Thursday, December 30, 2021

MEDICAL CLAIM: Maryland Gov. Hogan Says He 'Tested Positive' for CV

Source: Baltimore Sun

Published: December 20, 2021

By: Pamela Wood and Meredith Cohn

Maryland Gov. Larry Hogan, who is fully vaccinated and received a booster vaccine, has tested positive for the coronavirus, he announced on social media Monday.

Hogan received his first two doses of the Moderna vaccine in January and February, then said in August that he had received a third dose.

Hogan initially tested positive on a routine rapid test, a result that was confirmed Monday night from a more sensitive polymerase chain reaction, or PCR, test, the governor said.

Hogan said on Twitter on Monday morning that he was “feeling fine at the moment,” but later posted that he had “some cold-like symptoms.”

Gov. Larry Hogan announced Monday that he has tested positive for coronavirus. (Amy Davis/Baltimore Sun)

The Republican governor, 65, gets tested roughly weekly, plus whenever he returns from a trip, according to his office. His last negative PCR test was Thursday.

Post-vaccination infections, or “breakthrough” cases, are possible, even in individuals who have received a booster shot. Health experts say that vaccination is not 100% effective against infection, though it mostly will prevent serious illness, hospitalization and death.

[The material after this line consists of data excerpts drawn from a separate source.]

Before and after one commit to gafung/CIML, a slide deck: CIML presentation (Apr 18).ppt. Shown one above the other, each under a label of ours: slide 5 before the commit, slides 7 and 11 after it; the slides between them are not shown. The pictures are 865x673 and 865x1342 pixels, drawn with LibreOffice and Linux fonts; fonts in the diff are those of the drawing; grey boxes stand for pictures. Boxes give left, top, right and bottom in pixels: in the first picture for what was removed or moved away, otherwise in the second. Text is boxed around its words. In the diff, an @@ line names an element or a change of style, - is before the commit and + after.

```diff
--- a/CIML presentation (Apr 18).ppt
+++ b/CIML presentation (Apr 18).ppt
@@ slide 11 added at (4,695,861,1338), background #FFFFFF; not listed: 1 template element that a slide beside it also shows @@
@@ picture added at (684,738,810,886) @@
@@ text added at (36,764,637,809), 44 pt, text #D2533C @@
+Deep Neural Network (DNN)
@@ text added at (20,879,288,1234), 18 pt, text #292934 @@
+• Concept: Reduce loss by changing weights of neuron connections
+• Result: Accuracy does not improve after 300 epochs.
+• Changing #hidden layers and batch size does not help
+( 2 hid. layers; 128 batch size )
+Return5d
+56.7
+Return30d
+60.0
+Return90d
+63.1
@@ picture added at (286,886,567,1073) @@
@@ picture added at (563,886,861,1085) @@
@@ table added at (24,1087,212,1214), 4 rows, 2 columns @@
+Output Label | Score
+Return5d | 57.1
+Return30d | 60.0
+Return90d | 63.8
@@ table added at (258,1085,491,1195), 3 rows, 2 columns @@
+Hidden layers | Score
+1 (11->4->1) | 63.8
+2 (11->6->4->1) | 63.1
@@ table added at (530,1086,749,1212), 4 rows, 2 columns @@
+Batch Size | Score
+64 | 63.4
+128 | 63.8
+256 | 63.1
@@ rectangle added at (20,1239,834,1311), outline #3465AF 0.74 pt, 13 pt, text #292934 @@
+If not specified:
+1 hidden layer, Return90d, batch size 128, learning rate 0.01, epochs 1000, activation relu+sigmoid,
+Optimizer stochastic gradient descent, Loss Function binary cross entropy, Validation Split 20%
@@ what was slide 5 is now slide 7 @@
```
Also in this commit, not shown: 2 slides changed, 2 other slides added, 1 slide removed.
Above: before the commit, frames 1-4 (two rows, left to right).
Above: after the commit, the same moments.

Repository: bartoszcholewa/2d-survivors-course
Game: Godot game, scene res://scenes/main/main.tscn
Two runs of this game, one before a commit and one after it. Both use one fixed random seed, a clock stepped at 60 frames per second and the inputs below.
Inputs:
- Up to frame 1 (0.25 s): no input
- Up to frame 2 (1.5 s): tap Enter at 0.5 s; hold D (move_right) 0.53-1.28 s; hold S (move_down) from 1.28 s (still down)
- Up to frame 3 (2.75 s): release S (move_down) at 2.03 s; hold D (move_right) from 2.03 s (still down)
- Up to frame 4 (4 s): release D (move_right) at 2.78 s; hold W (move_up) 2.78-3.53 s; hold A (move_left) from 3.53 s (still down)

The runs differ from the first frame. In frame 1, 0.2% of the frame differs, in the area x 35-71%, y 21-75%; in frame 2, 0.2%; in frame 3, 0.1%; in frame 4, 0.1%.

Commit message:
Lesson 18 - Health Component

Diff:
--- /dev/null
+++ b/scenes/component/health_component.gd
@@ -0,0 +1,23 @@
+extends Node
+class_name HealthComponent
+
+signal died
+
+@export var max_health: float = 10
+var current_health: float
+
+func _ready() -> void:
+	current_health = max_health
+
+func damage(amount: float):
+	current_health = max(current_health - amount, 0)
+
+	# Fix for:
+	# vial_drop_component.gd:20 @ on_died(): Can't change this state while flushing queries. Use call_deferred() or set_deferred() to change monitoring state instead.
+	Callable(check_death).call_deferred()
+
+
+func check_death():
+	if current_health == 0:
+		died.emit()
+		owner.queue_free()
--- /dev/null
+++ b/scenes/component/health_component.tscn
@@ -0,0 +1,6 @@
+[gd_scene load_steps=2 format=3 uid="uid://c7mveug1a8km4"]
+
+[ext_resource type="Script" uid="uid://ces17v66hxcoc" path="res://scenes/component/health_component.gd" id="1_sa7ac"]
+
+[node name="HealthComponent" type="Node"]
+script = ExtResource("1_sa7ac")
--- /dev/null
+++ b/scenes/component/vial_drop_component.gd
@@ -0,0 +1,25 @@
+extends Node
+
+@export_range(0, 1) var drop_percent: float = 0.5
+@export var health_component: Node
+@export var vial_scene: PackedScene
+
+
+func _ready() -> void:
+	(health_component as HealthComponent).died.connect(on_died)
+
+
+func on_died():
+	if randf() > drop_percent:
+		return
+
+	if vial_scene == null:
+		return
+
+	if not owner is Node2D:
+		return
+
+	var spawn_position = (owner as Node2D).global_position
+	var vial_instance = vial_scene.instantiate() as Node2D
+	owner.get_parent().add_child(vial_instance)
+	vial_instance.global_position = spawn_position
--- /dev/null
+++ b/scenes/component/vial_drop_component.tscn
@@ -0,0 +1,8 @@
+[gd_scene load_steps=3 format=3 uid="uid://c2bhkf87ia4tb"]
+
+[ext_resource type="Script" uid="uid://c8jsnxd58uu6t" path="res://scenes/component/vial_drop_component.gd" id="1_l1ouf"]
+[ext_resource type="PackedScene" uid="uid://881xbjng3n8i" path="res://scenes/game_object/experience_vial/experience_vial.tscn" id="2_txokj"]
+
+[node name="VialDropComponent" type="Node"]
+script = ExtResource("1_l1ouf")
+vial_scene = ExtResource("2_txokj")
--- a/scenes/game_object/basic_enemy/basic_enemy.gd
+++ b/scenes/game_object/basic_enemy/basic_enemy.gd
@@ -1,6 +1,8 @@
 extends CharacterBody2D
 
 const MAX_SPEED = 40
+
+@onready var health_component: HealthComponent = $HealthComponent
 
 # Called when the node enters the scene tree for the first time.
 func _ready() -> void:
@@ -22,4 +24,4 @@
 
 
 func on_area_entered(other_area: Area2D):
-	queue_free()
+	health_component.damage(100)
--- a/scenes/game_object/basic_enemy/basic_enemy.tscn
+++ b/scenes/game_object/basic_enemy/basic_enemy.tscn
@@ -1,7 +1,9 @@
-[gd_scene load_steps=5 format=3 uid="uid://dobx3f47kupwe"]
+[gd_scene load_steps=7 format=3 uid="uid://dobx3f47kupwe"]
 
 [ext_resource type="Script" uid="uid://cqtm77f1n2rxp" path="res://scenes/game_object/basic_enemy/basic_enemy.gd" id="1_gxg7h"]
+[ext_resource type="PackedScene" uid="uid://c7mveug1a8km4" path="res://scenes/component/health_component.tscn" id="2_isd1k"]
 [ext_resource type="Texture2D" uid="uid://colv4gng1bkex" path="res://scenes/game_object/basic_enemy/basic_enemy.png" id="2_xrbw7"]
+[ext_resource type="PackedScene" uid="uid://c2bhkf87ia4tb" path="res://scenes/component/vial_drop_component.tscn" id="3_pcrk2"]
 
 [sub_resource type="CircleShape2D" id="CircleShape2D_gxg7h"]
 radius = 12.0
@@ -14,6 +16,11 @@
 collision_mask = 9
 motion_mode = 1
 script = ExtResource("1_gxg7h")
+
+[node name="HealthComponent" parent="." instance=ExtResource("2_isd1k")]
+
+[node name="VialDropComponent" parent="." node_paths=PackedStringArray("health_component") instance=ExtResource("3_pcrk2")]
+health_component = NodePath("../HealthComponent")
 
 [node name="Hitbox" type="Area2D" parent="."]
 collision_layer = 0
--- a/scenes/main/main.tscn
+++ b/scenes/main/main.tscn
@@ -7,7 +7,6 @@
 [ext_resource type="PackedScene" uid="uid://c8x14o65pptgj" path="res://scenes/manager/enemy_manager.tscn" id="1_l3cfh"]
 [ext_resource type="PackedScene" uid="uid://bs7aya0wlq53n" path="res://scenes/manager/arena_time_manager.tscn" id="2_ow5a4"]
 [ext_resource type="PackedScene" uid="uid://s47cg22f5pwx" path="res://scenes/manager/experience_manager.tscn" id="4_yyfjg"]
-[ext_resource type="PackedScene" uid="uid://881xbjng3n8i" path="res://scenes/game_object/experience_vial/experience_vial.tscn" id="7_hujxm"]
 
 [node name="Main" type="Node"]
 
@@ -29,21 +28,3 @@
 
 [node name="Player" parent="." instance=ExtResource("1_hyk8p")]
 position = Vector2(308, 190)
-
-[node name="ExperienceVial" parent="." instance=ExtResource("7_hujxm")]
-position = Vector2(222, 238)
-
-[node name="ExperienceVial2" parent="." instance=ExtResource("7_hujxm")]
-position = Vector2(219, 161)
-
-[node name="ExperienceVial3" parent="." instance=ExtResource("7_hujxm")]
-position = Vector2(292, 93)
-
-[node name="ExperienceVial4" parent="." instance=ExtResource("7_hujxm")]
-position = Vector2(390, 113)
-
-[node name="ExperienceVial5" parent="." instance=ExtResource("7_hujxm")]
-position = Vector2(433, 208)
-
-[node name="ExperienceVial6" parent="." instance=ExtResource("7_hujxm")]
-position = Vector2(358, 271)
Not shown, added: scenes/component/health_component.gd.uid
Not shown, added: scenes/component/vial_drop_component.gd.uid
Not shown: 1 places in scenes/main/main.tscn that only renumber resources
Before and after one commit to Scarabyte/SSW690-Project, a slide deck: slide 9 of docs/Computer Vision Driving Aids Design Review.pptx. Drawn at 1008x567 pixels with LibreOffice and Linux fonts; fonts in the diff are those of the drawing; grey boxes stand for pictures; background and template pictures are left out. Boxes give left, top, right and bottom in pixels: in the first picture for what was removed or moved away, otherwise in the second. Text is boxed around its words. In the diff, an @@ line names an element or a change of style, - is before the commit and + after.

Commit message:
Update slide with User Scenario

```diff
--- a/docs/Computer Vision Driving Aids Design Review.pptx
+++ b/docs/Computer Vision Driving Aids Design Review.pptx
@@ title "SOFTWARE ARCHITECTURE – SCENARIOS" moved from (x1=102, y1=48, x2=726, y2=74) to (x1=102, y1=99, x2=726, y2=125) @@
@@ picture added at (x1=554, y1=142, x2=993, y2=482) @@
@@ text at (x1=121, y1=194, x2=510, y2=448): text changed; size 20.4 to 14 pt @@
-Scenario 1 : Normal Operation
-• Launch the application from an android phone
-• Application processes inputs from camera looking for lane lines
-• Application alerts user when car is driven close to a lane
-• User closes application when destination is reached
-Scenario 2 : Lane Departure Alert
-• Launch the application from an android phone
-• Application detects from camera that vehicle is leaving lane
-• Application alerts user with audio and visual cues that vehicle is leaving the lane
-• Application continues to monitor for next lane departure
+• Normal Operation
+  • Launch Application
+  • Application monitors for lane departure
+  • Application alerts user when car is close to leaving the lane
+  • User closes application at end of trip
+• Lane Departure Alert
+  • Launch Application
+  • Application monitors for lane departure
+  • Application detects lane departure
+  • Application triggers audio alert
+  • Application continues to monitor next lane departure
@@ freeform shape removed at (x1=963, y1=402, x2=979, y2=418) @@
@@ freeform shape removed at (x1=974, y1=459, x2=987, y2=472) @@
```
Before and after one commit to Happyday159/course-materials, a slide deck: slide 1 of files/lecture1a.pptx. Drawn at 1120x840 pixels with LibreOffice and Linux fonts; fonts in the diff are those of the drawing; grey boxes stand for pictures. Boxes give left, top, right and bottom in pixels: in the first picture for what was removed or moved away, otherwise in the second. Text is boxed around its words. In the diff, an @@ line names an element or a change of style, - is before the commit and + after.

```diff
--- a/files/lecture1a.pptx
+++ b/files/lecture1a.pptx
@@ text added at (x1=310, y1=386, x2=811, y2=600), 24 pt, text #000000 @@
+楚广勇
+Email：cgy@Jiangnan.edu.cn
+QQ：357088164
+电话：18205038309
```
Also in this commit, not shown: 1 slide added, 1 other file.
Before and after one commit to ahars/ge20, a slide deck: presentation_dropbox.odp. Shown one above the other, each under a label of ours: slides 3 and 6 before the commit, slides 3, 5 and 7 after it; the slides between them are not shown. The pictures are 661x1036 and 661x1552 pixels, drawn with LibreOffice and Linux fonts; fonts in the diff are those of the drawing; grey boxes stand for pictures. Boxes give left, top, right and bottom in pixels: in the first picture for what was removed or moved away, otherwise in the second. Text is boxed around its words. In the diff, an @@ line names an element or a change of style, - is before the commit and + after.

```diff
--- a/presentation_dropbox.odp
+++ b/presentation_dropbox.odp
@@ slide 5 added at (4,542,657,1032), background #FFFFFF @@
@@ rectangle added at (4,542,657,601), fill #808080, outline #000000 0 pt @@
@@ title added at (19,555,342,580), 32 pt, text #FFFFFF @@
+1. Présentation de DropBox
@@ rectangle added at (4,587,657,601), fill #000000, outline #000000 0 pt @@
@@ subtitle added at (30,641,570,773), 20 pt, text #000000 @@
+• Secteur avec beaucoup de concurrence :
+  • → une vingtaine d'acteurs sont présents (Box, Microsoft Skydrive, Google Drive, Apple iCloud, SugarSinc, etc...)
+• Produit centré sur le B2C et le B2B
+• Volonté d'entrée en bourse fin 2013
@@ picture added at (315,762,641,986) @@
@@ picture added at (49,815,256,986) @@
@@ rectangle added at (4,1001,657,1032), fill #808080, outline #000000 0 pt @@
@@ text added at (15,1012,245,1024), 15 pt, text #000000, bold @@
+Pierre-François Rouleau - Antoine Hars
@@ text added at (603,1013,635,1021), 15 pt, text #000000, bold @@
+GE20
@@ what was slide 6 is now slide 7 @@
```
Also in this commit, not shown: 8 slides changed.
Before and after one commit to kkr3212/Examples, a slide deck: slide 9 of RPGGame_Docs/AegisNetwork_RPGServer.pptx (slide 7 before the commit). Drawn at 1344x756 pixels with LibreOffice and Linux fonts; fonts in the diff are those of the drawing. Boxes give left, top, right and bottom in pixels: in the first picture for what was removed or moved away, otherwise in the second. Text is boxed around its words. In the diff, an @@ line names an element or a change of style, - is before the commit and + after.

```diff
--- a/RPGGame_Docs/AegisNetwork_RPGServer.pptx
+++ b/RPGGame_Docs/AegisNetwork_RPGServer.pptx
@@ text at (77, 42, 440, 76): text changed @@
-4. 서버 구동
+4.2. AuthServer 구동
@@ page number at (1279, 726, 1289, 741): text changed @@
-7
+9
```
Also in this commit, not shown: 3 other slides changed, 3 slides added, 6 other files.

Beth Blauer, data lead for the Johns Hopkins Coronavirus Resource Center, said the governor’s case underscores the importance of testing to identify cases and slow the spread of the virus.

“Governor Hogan did the right things. He got tested, and he was protected by being vaccinated and boosted,” she said. “Hopefully he continues to have a mild case and was able to limit his exposure to other people.”

But for many Marylanders, access to testing has become increasingly difficult. Whereas health departments and clinics once had many hours of testing available throughout the week and at nearby locations, testing has been scaled back dramatically in recent months.

At the State Center testing and vaccination site in Baltimore, people waited in line for two hours Monday to get their noses swabbed. And at-home rapid test kits are flying off pharmacy shelves across the region.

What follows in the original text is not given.